The OC Register has a story on this race today. These "Challenger hopes to upset incumbent" stories have a familiar feel to them - the pose of surprise that the race is competitive, the quote from the shallow CW fountain like Allen Hoffenblum explaining why the incumbent is probably still safe, and the overall sense of shock, which would be natural if you weren't paying attention for the last 18 months, like, um, us.

• Assembly & Senate: Art Torres and Ron Nehring had a debate yesterday, and I think Torres needed to be prepped a little better. He claimed that Democrats could grab a 2/3 majority in the legislature but then couldn't come up with a simple list of what seats are in play. He should be reading more Calitics. Nehring replied with a lot of bunk and a little truth.

None of that adds up to 54 and 27, of course, and Nehring said Torres' boast "just doesn't pencil out."

He noted that Democratic efforts to oust Sen. Jeff Denham via recall failed miserably this year and the party ended up with no opponent to challenge Sen. Abel Maldonado in Santa Maria, a district believed to be winnable by a Democrat.

On the Assembly side, Nehring said, Republicans "have a great shot at holding on to" the 15th and "have a number of strategic advantages in the 78th (because) the Democrats have nominated the most liberal candidate (Marty Block) they possibly could."

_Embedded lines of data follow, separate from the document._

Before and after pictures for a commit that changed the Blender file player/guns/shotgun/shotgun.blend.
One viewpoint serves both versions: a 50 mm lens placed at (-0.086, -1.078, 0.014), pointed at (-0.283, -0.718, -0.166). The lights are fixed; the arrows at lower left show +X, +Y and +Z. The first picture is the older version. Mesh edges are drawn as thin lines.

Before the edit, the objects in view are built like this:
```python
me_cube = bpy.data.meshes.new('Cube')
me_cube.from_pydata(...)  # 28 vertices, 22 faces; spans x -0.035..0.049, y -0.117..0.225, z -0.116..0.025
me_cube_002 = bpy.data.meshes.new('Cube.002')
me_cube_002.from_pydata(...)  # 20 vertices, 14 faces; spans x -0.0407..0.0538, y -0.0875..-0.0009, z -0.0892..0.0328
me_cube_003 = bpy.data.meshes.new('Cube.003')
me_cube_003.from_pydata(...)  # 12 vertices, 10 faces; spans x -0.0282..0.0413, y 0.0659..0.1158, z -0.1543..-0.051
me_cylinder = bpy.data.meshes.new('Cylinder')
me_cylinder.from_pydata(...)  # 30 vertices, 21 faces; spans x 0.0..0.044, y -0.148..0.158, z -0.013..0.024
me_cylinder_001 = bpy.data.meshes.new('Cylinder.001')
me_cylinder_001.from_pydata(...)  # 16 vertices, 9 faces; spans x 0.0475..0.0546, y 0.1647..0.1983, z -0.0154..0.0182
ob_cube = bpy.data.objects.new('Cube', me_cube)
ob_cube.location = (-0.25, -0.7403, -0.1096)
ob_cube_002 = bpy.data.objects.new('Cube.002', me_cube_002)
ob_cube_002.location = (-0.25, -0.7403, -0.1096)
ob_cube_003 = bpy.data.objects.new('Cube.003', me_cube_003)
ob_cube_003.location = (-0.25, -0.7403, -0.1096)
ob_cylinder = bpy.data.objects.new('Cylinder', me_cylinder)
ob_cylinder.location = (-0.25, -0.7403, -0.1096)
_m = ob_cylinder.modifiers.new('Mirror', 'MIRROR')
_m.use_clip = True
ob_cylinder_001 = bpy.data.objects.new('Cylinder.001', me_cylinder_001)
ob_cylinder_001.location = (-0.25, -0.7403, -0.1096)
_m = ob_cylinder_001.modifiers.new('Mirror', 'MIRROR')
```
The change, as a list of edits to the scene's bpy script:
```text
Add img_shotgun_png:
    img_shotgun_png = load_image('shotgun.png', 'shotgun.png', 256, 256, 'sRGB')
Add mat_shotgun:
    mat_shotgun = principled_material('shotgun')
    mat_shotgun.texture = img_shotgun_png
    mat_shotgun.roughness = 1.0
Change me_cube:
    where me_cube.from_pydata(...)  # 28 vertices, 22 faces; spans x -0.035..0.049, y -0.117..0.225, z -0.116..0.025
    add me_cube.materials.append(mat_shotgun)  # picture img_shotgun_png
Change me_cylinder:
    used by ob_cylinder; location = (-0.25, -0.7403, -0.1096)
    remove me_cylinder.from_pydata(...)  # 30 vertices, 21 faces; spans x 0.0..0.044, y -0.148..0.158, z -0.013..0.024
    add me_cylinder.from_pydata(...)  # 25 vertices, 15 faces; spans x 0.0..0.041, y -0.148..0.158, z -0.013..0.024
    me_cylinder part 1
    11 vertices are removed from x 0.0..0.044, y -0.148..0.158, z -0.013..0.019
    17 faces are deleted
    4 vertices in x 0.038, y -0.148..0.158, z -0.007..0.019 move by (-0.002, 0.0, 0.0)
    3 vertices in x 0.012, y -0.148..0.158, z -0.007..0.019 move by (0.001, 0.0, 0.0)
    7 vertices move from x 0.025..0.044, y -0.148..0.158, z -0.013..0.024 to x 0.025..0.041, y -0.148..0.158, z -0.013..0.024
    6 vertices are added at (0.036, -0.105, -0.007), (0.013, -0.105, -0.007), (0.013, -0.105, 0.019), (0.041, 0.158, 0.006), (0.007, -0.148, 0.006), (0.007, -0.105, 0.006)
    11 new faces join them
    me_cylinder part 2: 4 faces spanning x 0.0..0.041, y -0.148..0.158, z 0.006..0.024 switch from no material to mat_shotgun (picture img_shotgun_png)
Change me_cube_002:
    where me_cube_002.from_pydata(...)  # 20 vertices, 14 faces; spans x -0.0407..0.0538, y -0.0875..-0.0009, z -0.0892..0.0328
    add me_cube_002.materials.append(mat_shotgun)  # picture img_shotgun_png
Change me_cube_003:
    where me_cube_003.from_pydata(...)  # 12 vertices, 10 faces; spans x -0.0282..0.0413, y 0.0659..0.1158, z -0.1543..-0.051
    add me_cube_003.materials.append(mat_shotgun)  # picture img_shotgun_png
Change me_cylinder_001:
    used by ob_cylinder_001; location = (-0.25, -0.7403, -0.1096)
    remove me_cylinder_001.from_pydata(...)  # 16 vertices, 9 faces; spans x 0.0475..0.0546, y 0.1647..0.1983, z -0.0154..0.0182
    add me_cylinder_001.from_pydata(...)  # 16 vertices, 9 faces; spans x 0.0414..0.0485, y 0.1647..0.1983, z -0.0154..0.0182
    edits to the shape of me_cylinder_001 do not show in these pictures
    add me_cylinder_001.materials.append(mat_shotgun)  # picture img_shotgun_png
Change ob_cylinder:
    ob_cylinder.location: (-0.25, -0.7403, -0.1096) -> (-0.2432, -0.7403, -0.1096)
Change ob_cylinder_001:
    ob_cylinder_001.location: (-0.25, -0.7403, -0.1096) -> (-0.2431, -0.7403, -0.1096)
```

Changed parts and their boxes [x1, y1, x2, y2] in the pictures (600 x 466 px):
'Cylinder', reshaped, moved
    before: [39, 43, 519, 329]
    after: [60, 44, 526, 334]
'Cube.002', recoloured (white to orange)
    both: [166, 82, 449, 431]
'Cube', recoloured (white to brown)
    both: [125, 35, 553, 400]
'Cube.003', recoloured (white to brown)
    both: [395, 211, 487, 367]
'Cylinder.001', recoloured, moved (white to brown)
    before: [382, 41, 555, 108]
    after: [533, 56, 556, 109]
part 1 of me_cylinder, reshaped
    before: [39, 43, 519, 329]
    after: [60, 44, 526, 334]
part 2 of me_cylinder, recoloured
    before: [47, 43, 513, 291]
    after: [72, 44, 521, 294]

In the 80th, the Democratic candidate (Manuel Perez) "is getting hammered on ... social issues which are important to many people in the Latino community," Nehring said.

"I don't know how can you be serious about trying to have a two-thirds vote in the Legislature," Nehring told Torres, "when you blow so many of these opportunities."


I'll go bottom to top on this. Manuel Perez is going to CRUSH Gary Jeandron, and if anyone's being hammered, it's the Republicans. The IE money is pretty one-sided in the state. Between that and the registration gains, it'll take more than just spin to dig your party out of its self-created hole, Mr. Nehring.

However, on one point I will agree with you. The Denham recall and Maldonado disaster have indeed stopped the potential forward momentum in the Senate. Of course, Torres couldn't say the plain truth - that Don Perata is among the worst leaders in recent Democratic Party history, and has completely set back the state in major ways by his blunders. He is an embarrassment.